(Excerpts from a dataset)
= = =

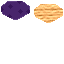
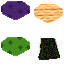
Comparing the layer stacks of the two 64 × 64 images. Changes:
added layer "レイヤー 2 のコピー" above "レイヤー 2 のコピー 5" over [38, 38, 60, 60]
added layer "レイヤー 2 のコピー 5" (1st of 3) above "レイヤー 2 のコピー 3" over [38, 39, 60, 59]
added layer "レイヤー 2 のコピー 5" (2nd of 3) above "レイヤー 2 のコピー 5" over [1, 37, 30, 56]
added layer "レイヤー 2 のコピー 5" (3rd of 3) above "レイヤー 2 のコピー 3" over [2, 40, 29, 56]
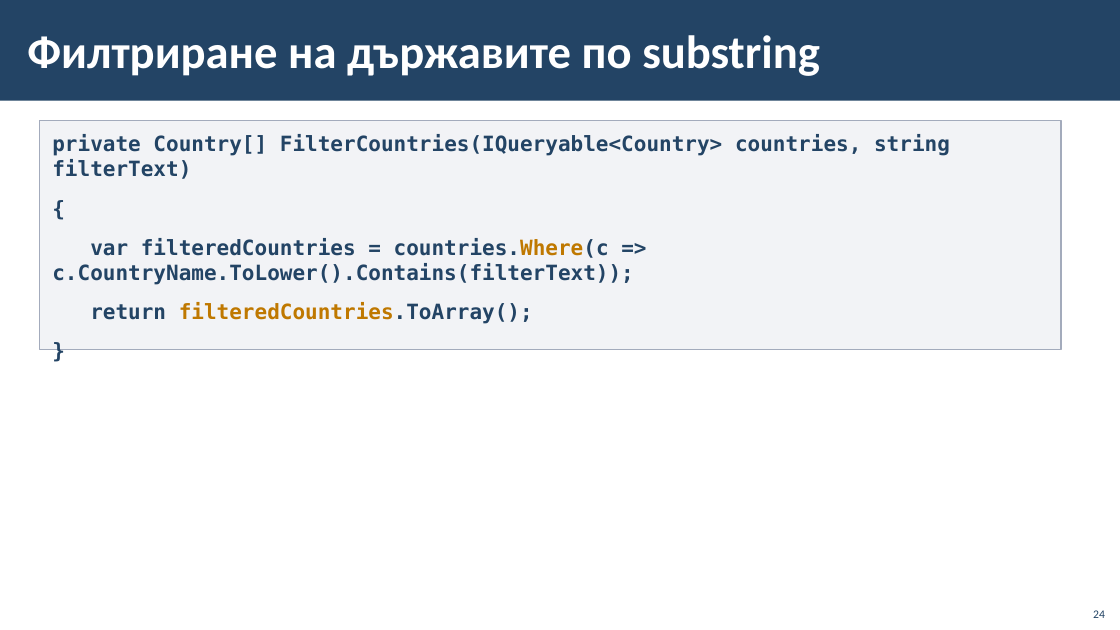
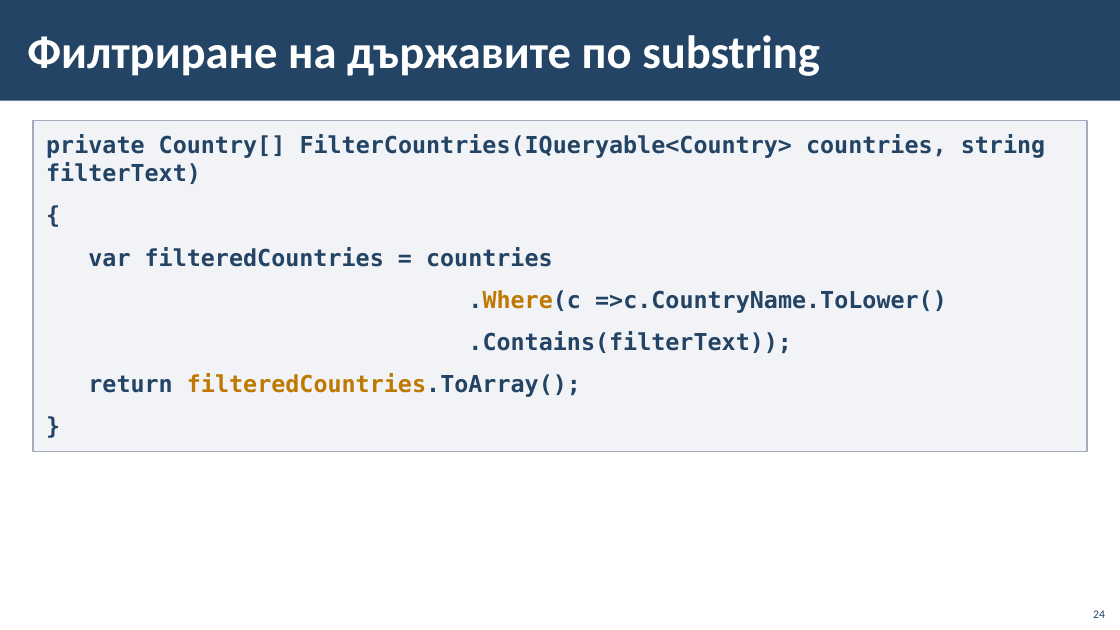
Before and after one commit to BG-IT-Edu/School-Programming, a slide deck: slide 24 of Courses/Software-Sciences/Module-4-Information-Systems-New/08-Navigation-between-Tables/08-Navigation-between-Tables.pptx. Drawn at 1120x630 pixels with LibreOffice and Linux fonts; fonts in the diff are those of the drawing; background and template pictures are left out. Boxes give left, top, right and bottom in pixels: in the first picture for what was removed or moved away, otherwise in the second. Text is boxed around its words. In the diff, an @@ line names an element or a change of style, - is before the commit and + after.

```diff
--- a/Courses/Software-Sciences/Module-4-Information-Systems-New/08-Navigation-between-Tables/08-Navigation-between-Tables.pptx
+++ b/Courses/Software-Sciences/Module-4-Information-Systems-New/08-Navigation-between-Tables/08-Navigation-between-Tables.pptx
@@ rectangle "private Country[] FilterCountries(IQueryable<Country> countr ...": place and size @@
-rectangle "private Country[] FilterCountries(IQueryable<Country> countr ..." at box(39, 121, 1062, 350)
+rectangle "private Country[] FilterCountries(IQueryable<Country> countr ..." at box(33, 121, 1087, 452)
@@ text in rectangle at box(46, 134, 1045, 397): size 18 to 20 pt in "private Country[] FilterCountries(IQueryable<Country> countr ...", "{", "return filteredCountries.ToArray();", "}" @@
@@ text in rectangle at box(88, 247, 947, 354): text changed; size 18 to 20 pt @@
-var filteredCountries = countries.Where(c => c.CountryName.ToLower().Contains(filterText));
+var filteredCountries = countries
+.Where(c =>c.CountryName.ToLower()
+.Contains(filterText));
```
Also in this commit, not shown: 6 other slides changed.
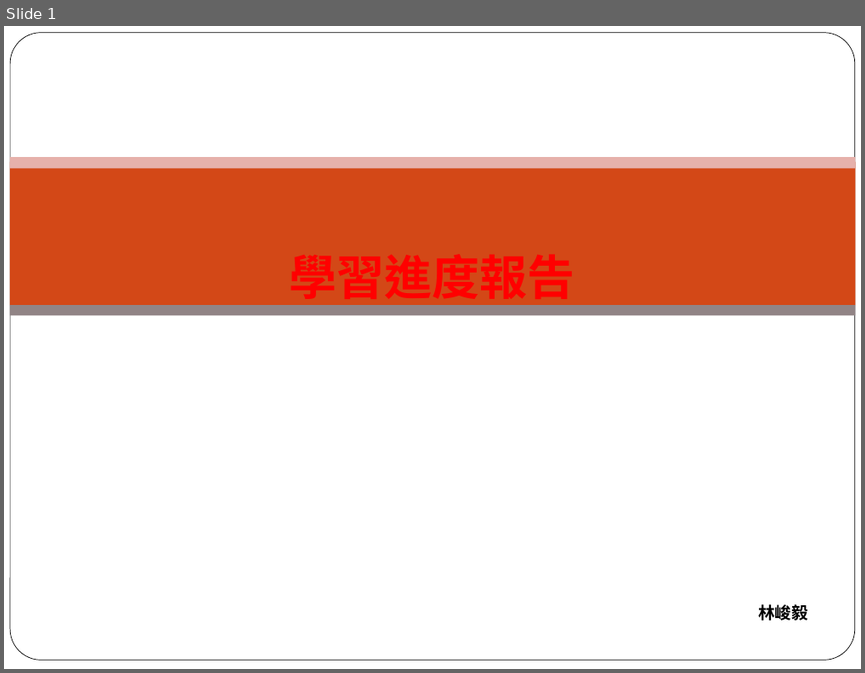
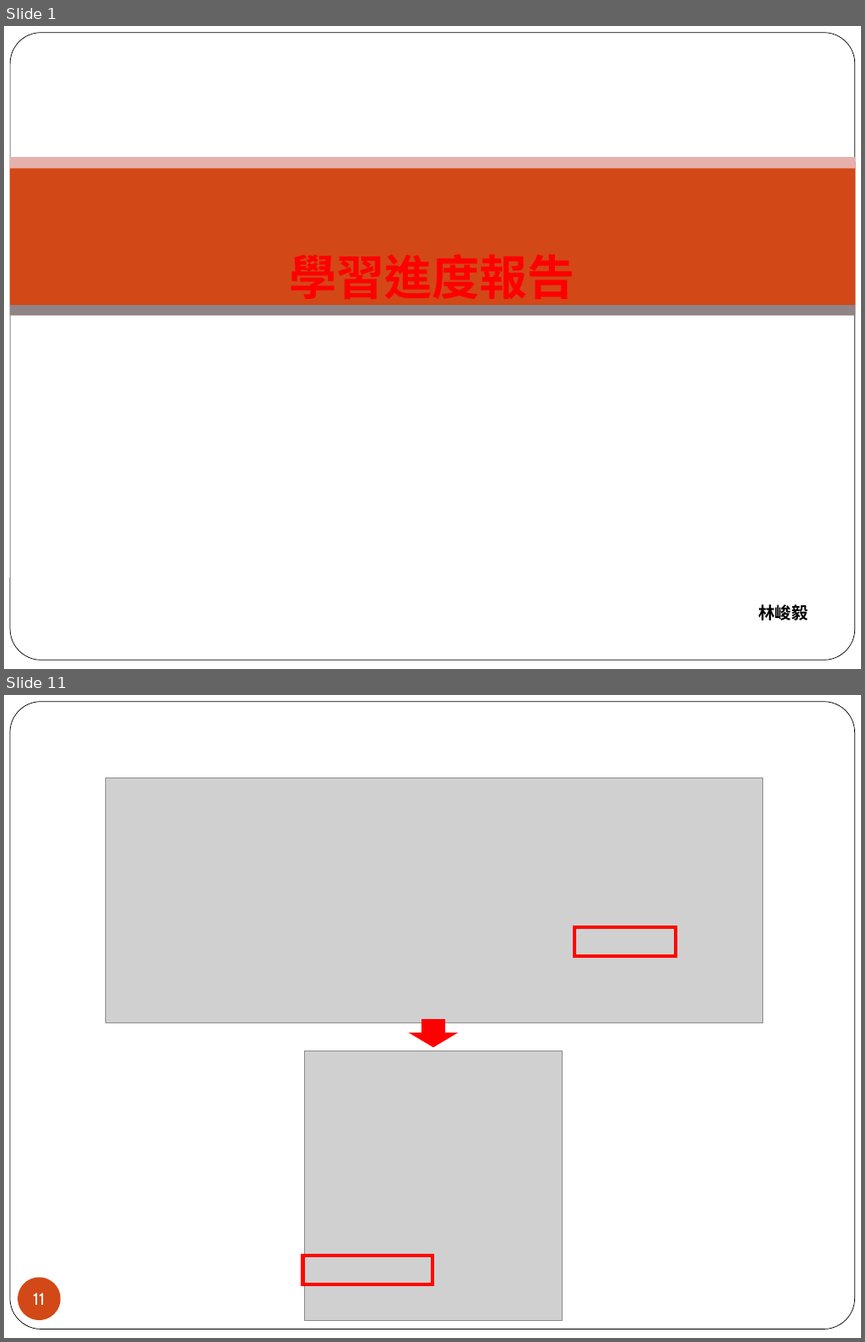
Before and after one commit to a20017428/gh, a slide deck: 週報/FUR/林峻毅(20240603)/林峻毅_週報_1211.ppt. Shown one above the other, each under a label of ours: slide 1 before the commit, slides 1 and 11 after it; the slides between them are not shown. The pictures are 865x673 and 865x1342 pixels, drawn with LibreOffice and Linux fonts; fonts in the diff are those of the drawing; grey boxes stand for pictures; background and template pictures are left out. Boxes give left, top, right and bottom in pixels: in the first picture for what was removed or moved away, otherwise in the second. Text is boxed around its words. In the diff, an @@ line names an element or a change of style, - is before the commit and + after.

```diff
--- a/週報/FUR/林峻毅(20240603)/林峻毅_週報_1211.ppt
+++ b/週報/FUR/林峻毅(20240603)/林峻毅_週報_1211.ppt
@@ slide 11 added at [4, 695, 861, 1338], background picture (left out); not listed: 1 template element that a slide beside it also shows @@
@@ picture added at [105, 777, 763, 1022] @@
@@ rectangle added at [574, 927, 675, 956], outline #FE0600 3 pt @@
@@ right arrow added at [410, 1020, 455, 1046], fill #FF0000, outline #FF0000 0.99 pt @@
@@ picture added at [304, 1050, 562, 1320] @@
@@ rectangle added at [303, 1255, 432, 1285], outline #FE0600 3 pt @@
@@ page number added at [18, 1276, 61, 1320], fill #D34817, 14 pt, text #FFFFFF @@
+11
```
Also in this commit, not shown: 14 other slides added, 24 slides removed, 22 other files.
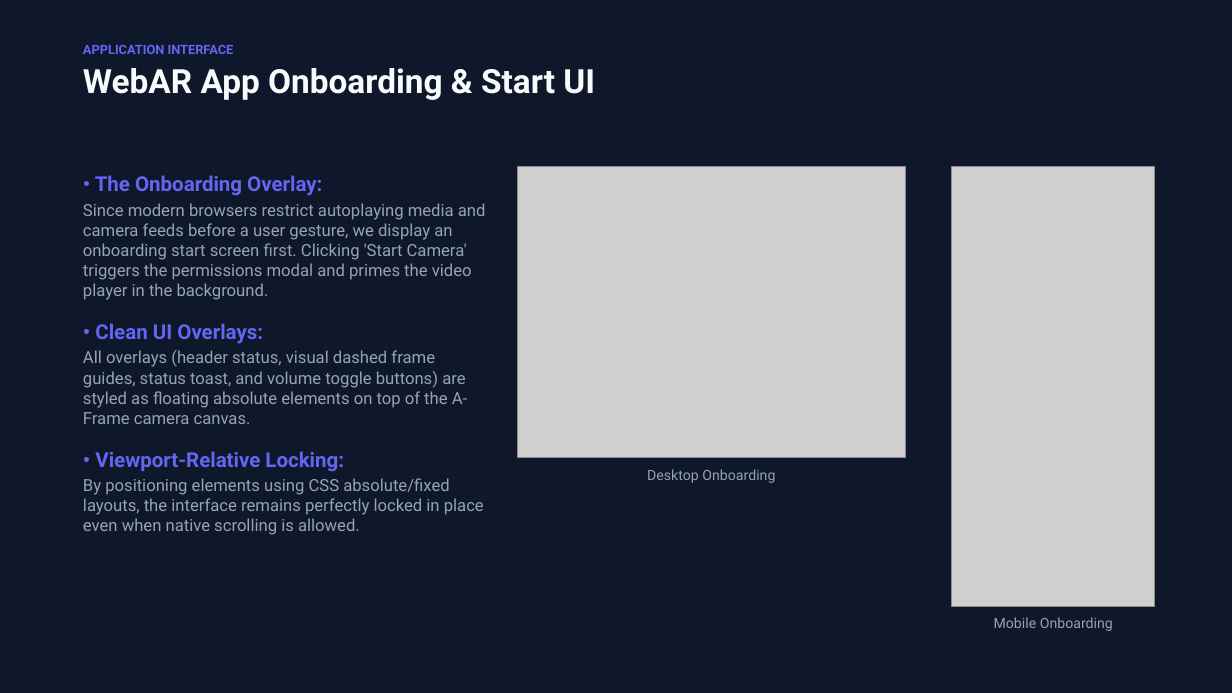
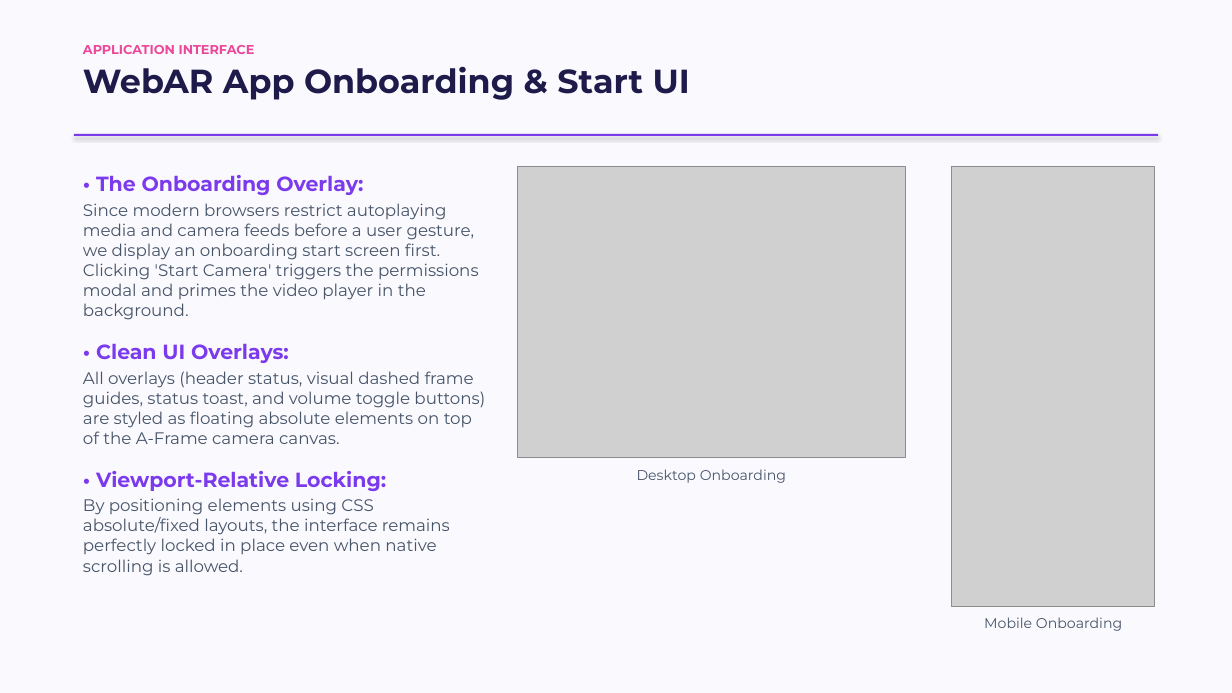
Before and after one commit to Travis-ugo/webar-video, a slide deck: slide 4 of slides.pptx. Drawn at 1232x693 pixels with LibreOffice and Linux fonts; fonts in the diff are those of the drawing; grey boxes stand for pictures. Boxes give left, top, right and bottom in pixels: in the first picture for what was removed or moved away, otherwise in the second. Text is boxed around its words. In the diff, an @@ line names an element or a change of style, - is before the commit and + after.

Commit message:
design: update slides to a playful and fancy light theme with Montserrat typography

```diff
--- a/slides.pptx
+++ b/slides.pptx
@@ background #0F172A to #FAF9FE @@
@@ text "APPLICATION INTERFACE" at [83, 45, 255, 54]: font Roboto to Montserrat, text colour #6366F1 to #EC4899 @@
@@ text "WebAR App Onboarding & Start ..." at [83, 66, 690, 100]: font Roboto to Montserrat, text colour #F8FAFC to #1E1B4B @@
@@ rectangle added at [74, 134, 1158, 136], fill #7C3AED @@
@@ text "• The Onboarding Overlay:" at [83, 175, 485, 576]: font Roboto to Montserrat; text colour #6366F1 to #7C3AED in "• The Onboarding Overlay:", "• Clean UI Overlays:", "• Viewport-Relative Locking:"; text colour #94A3B8 to #475569 in "Since modern browsers restrict autoplaying media and ...", "All overlays (header status, visual dashed frame ...", "By positioning elements using CSS absolute/fixed layouts, ..." @@
@@ text "Desktop Onboarding" at [637, 469, 786, 483]: font Roboto to Montserrat, text colour #94A3B8 to #475569 @@
@@ text "Mobile Onboarding" at [984, 617, 1122, 631]: font Roboto to Montserrat, text colour #94A3B8 to #475569 @@
```
Also in this commit, not shown: 10 other slides changed.

= = =

Exercise: The answer must consist of every line from the records above that holds "filterText".

Output:
-var filteredCountries = countries.Where(c => c.CountryName.ToLower().Contains(filterText));
+.Contains(filterText));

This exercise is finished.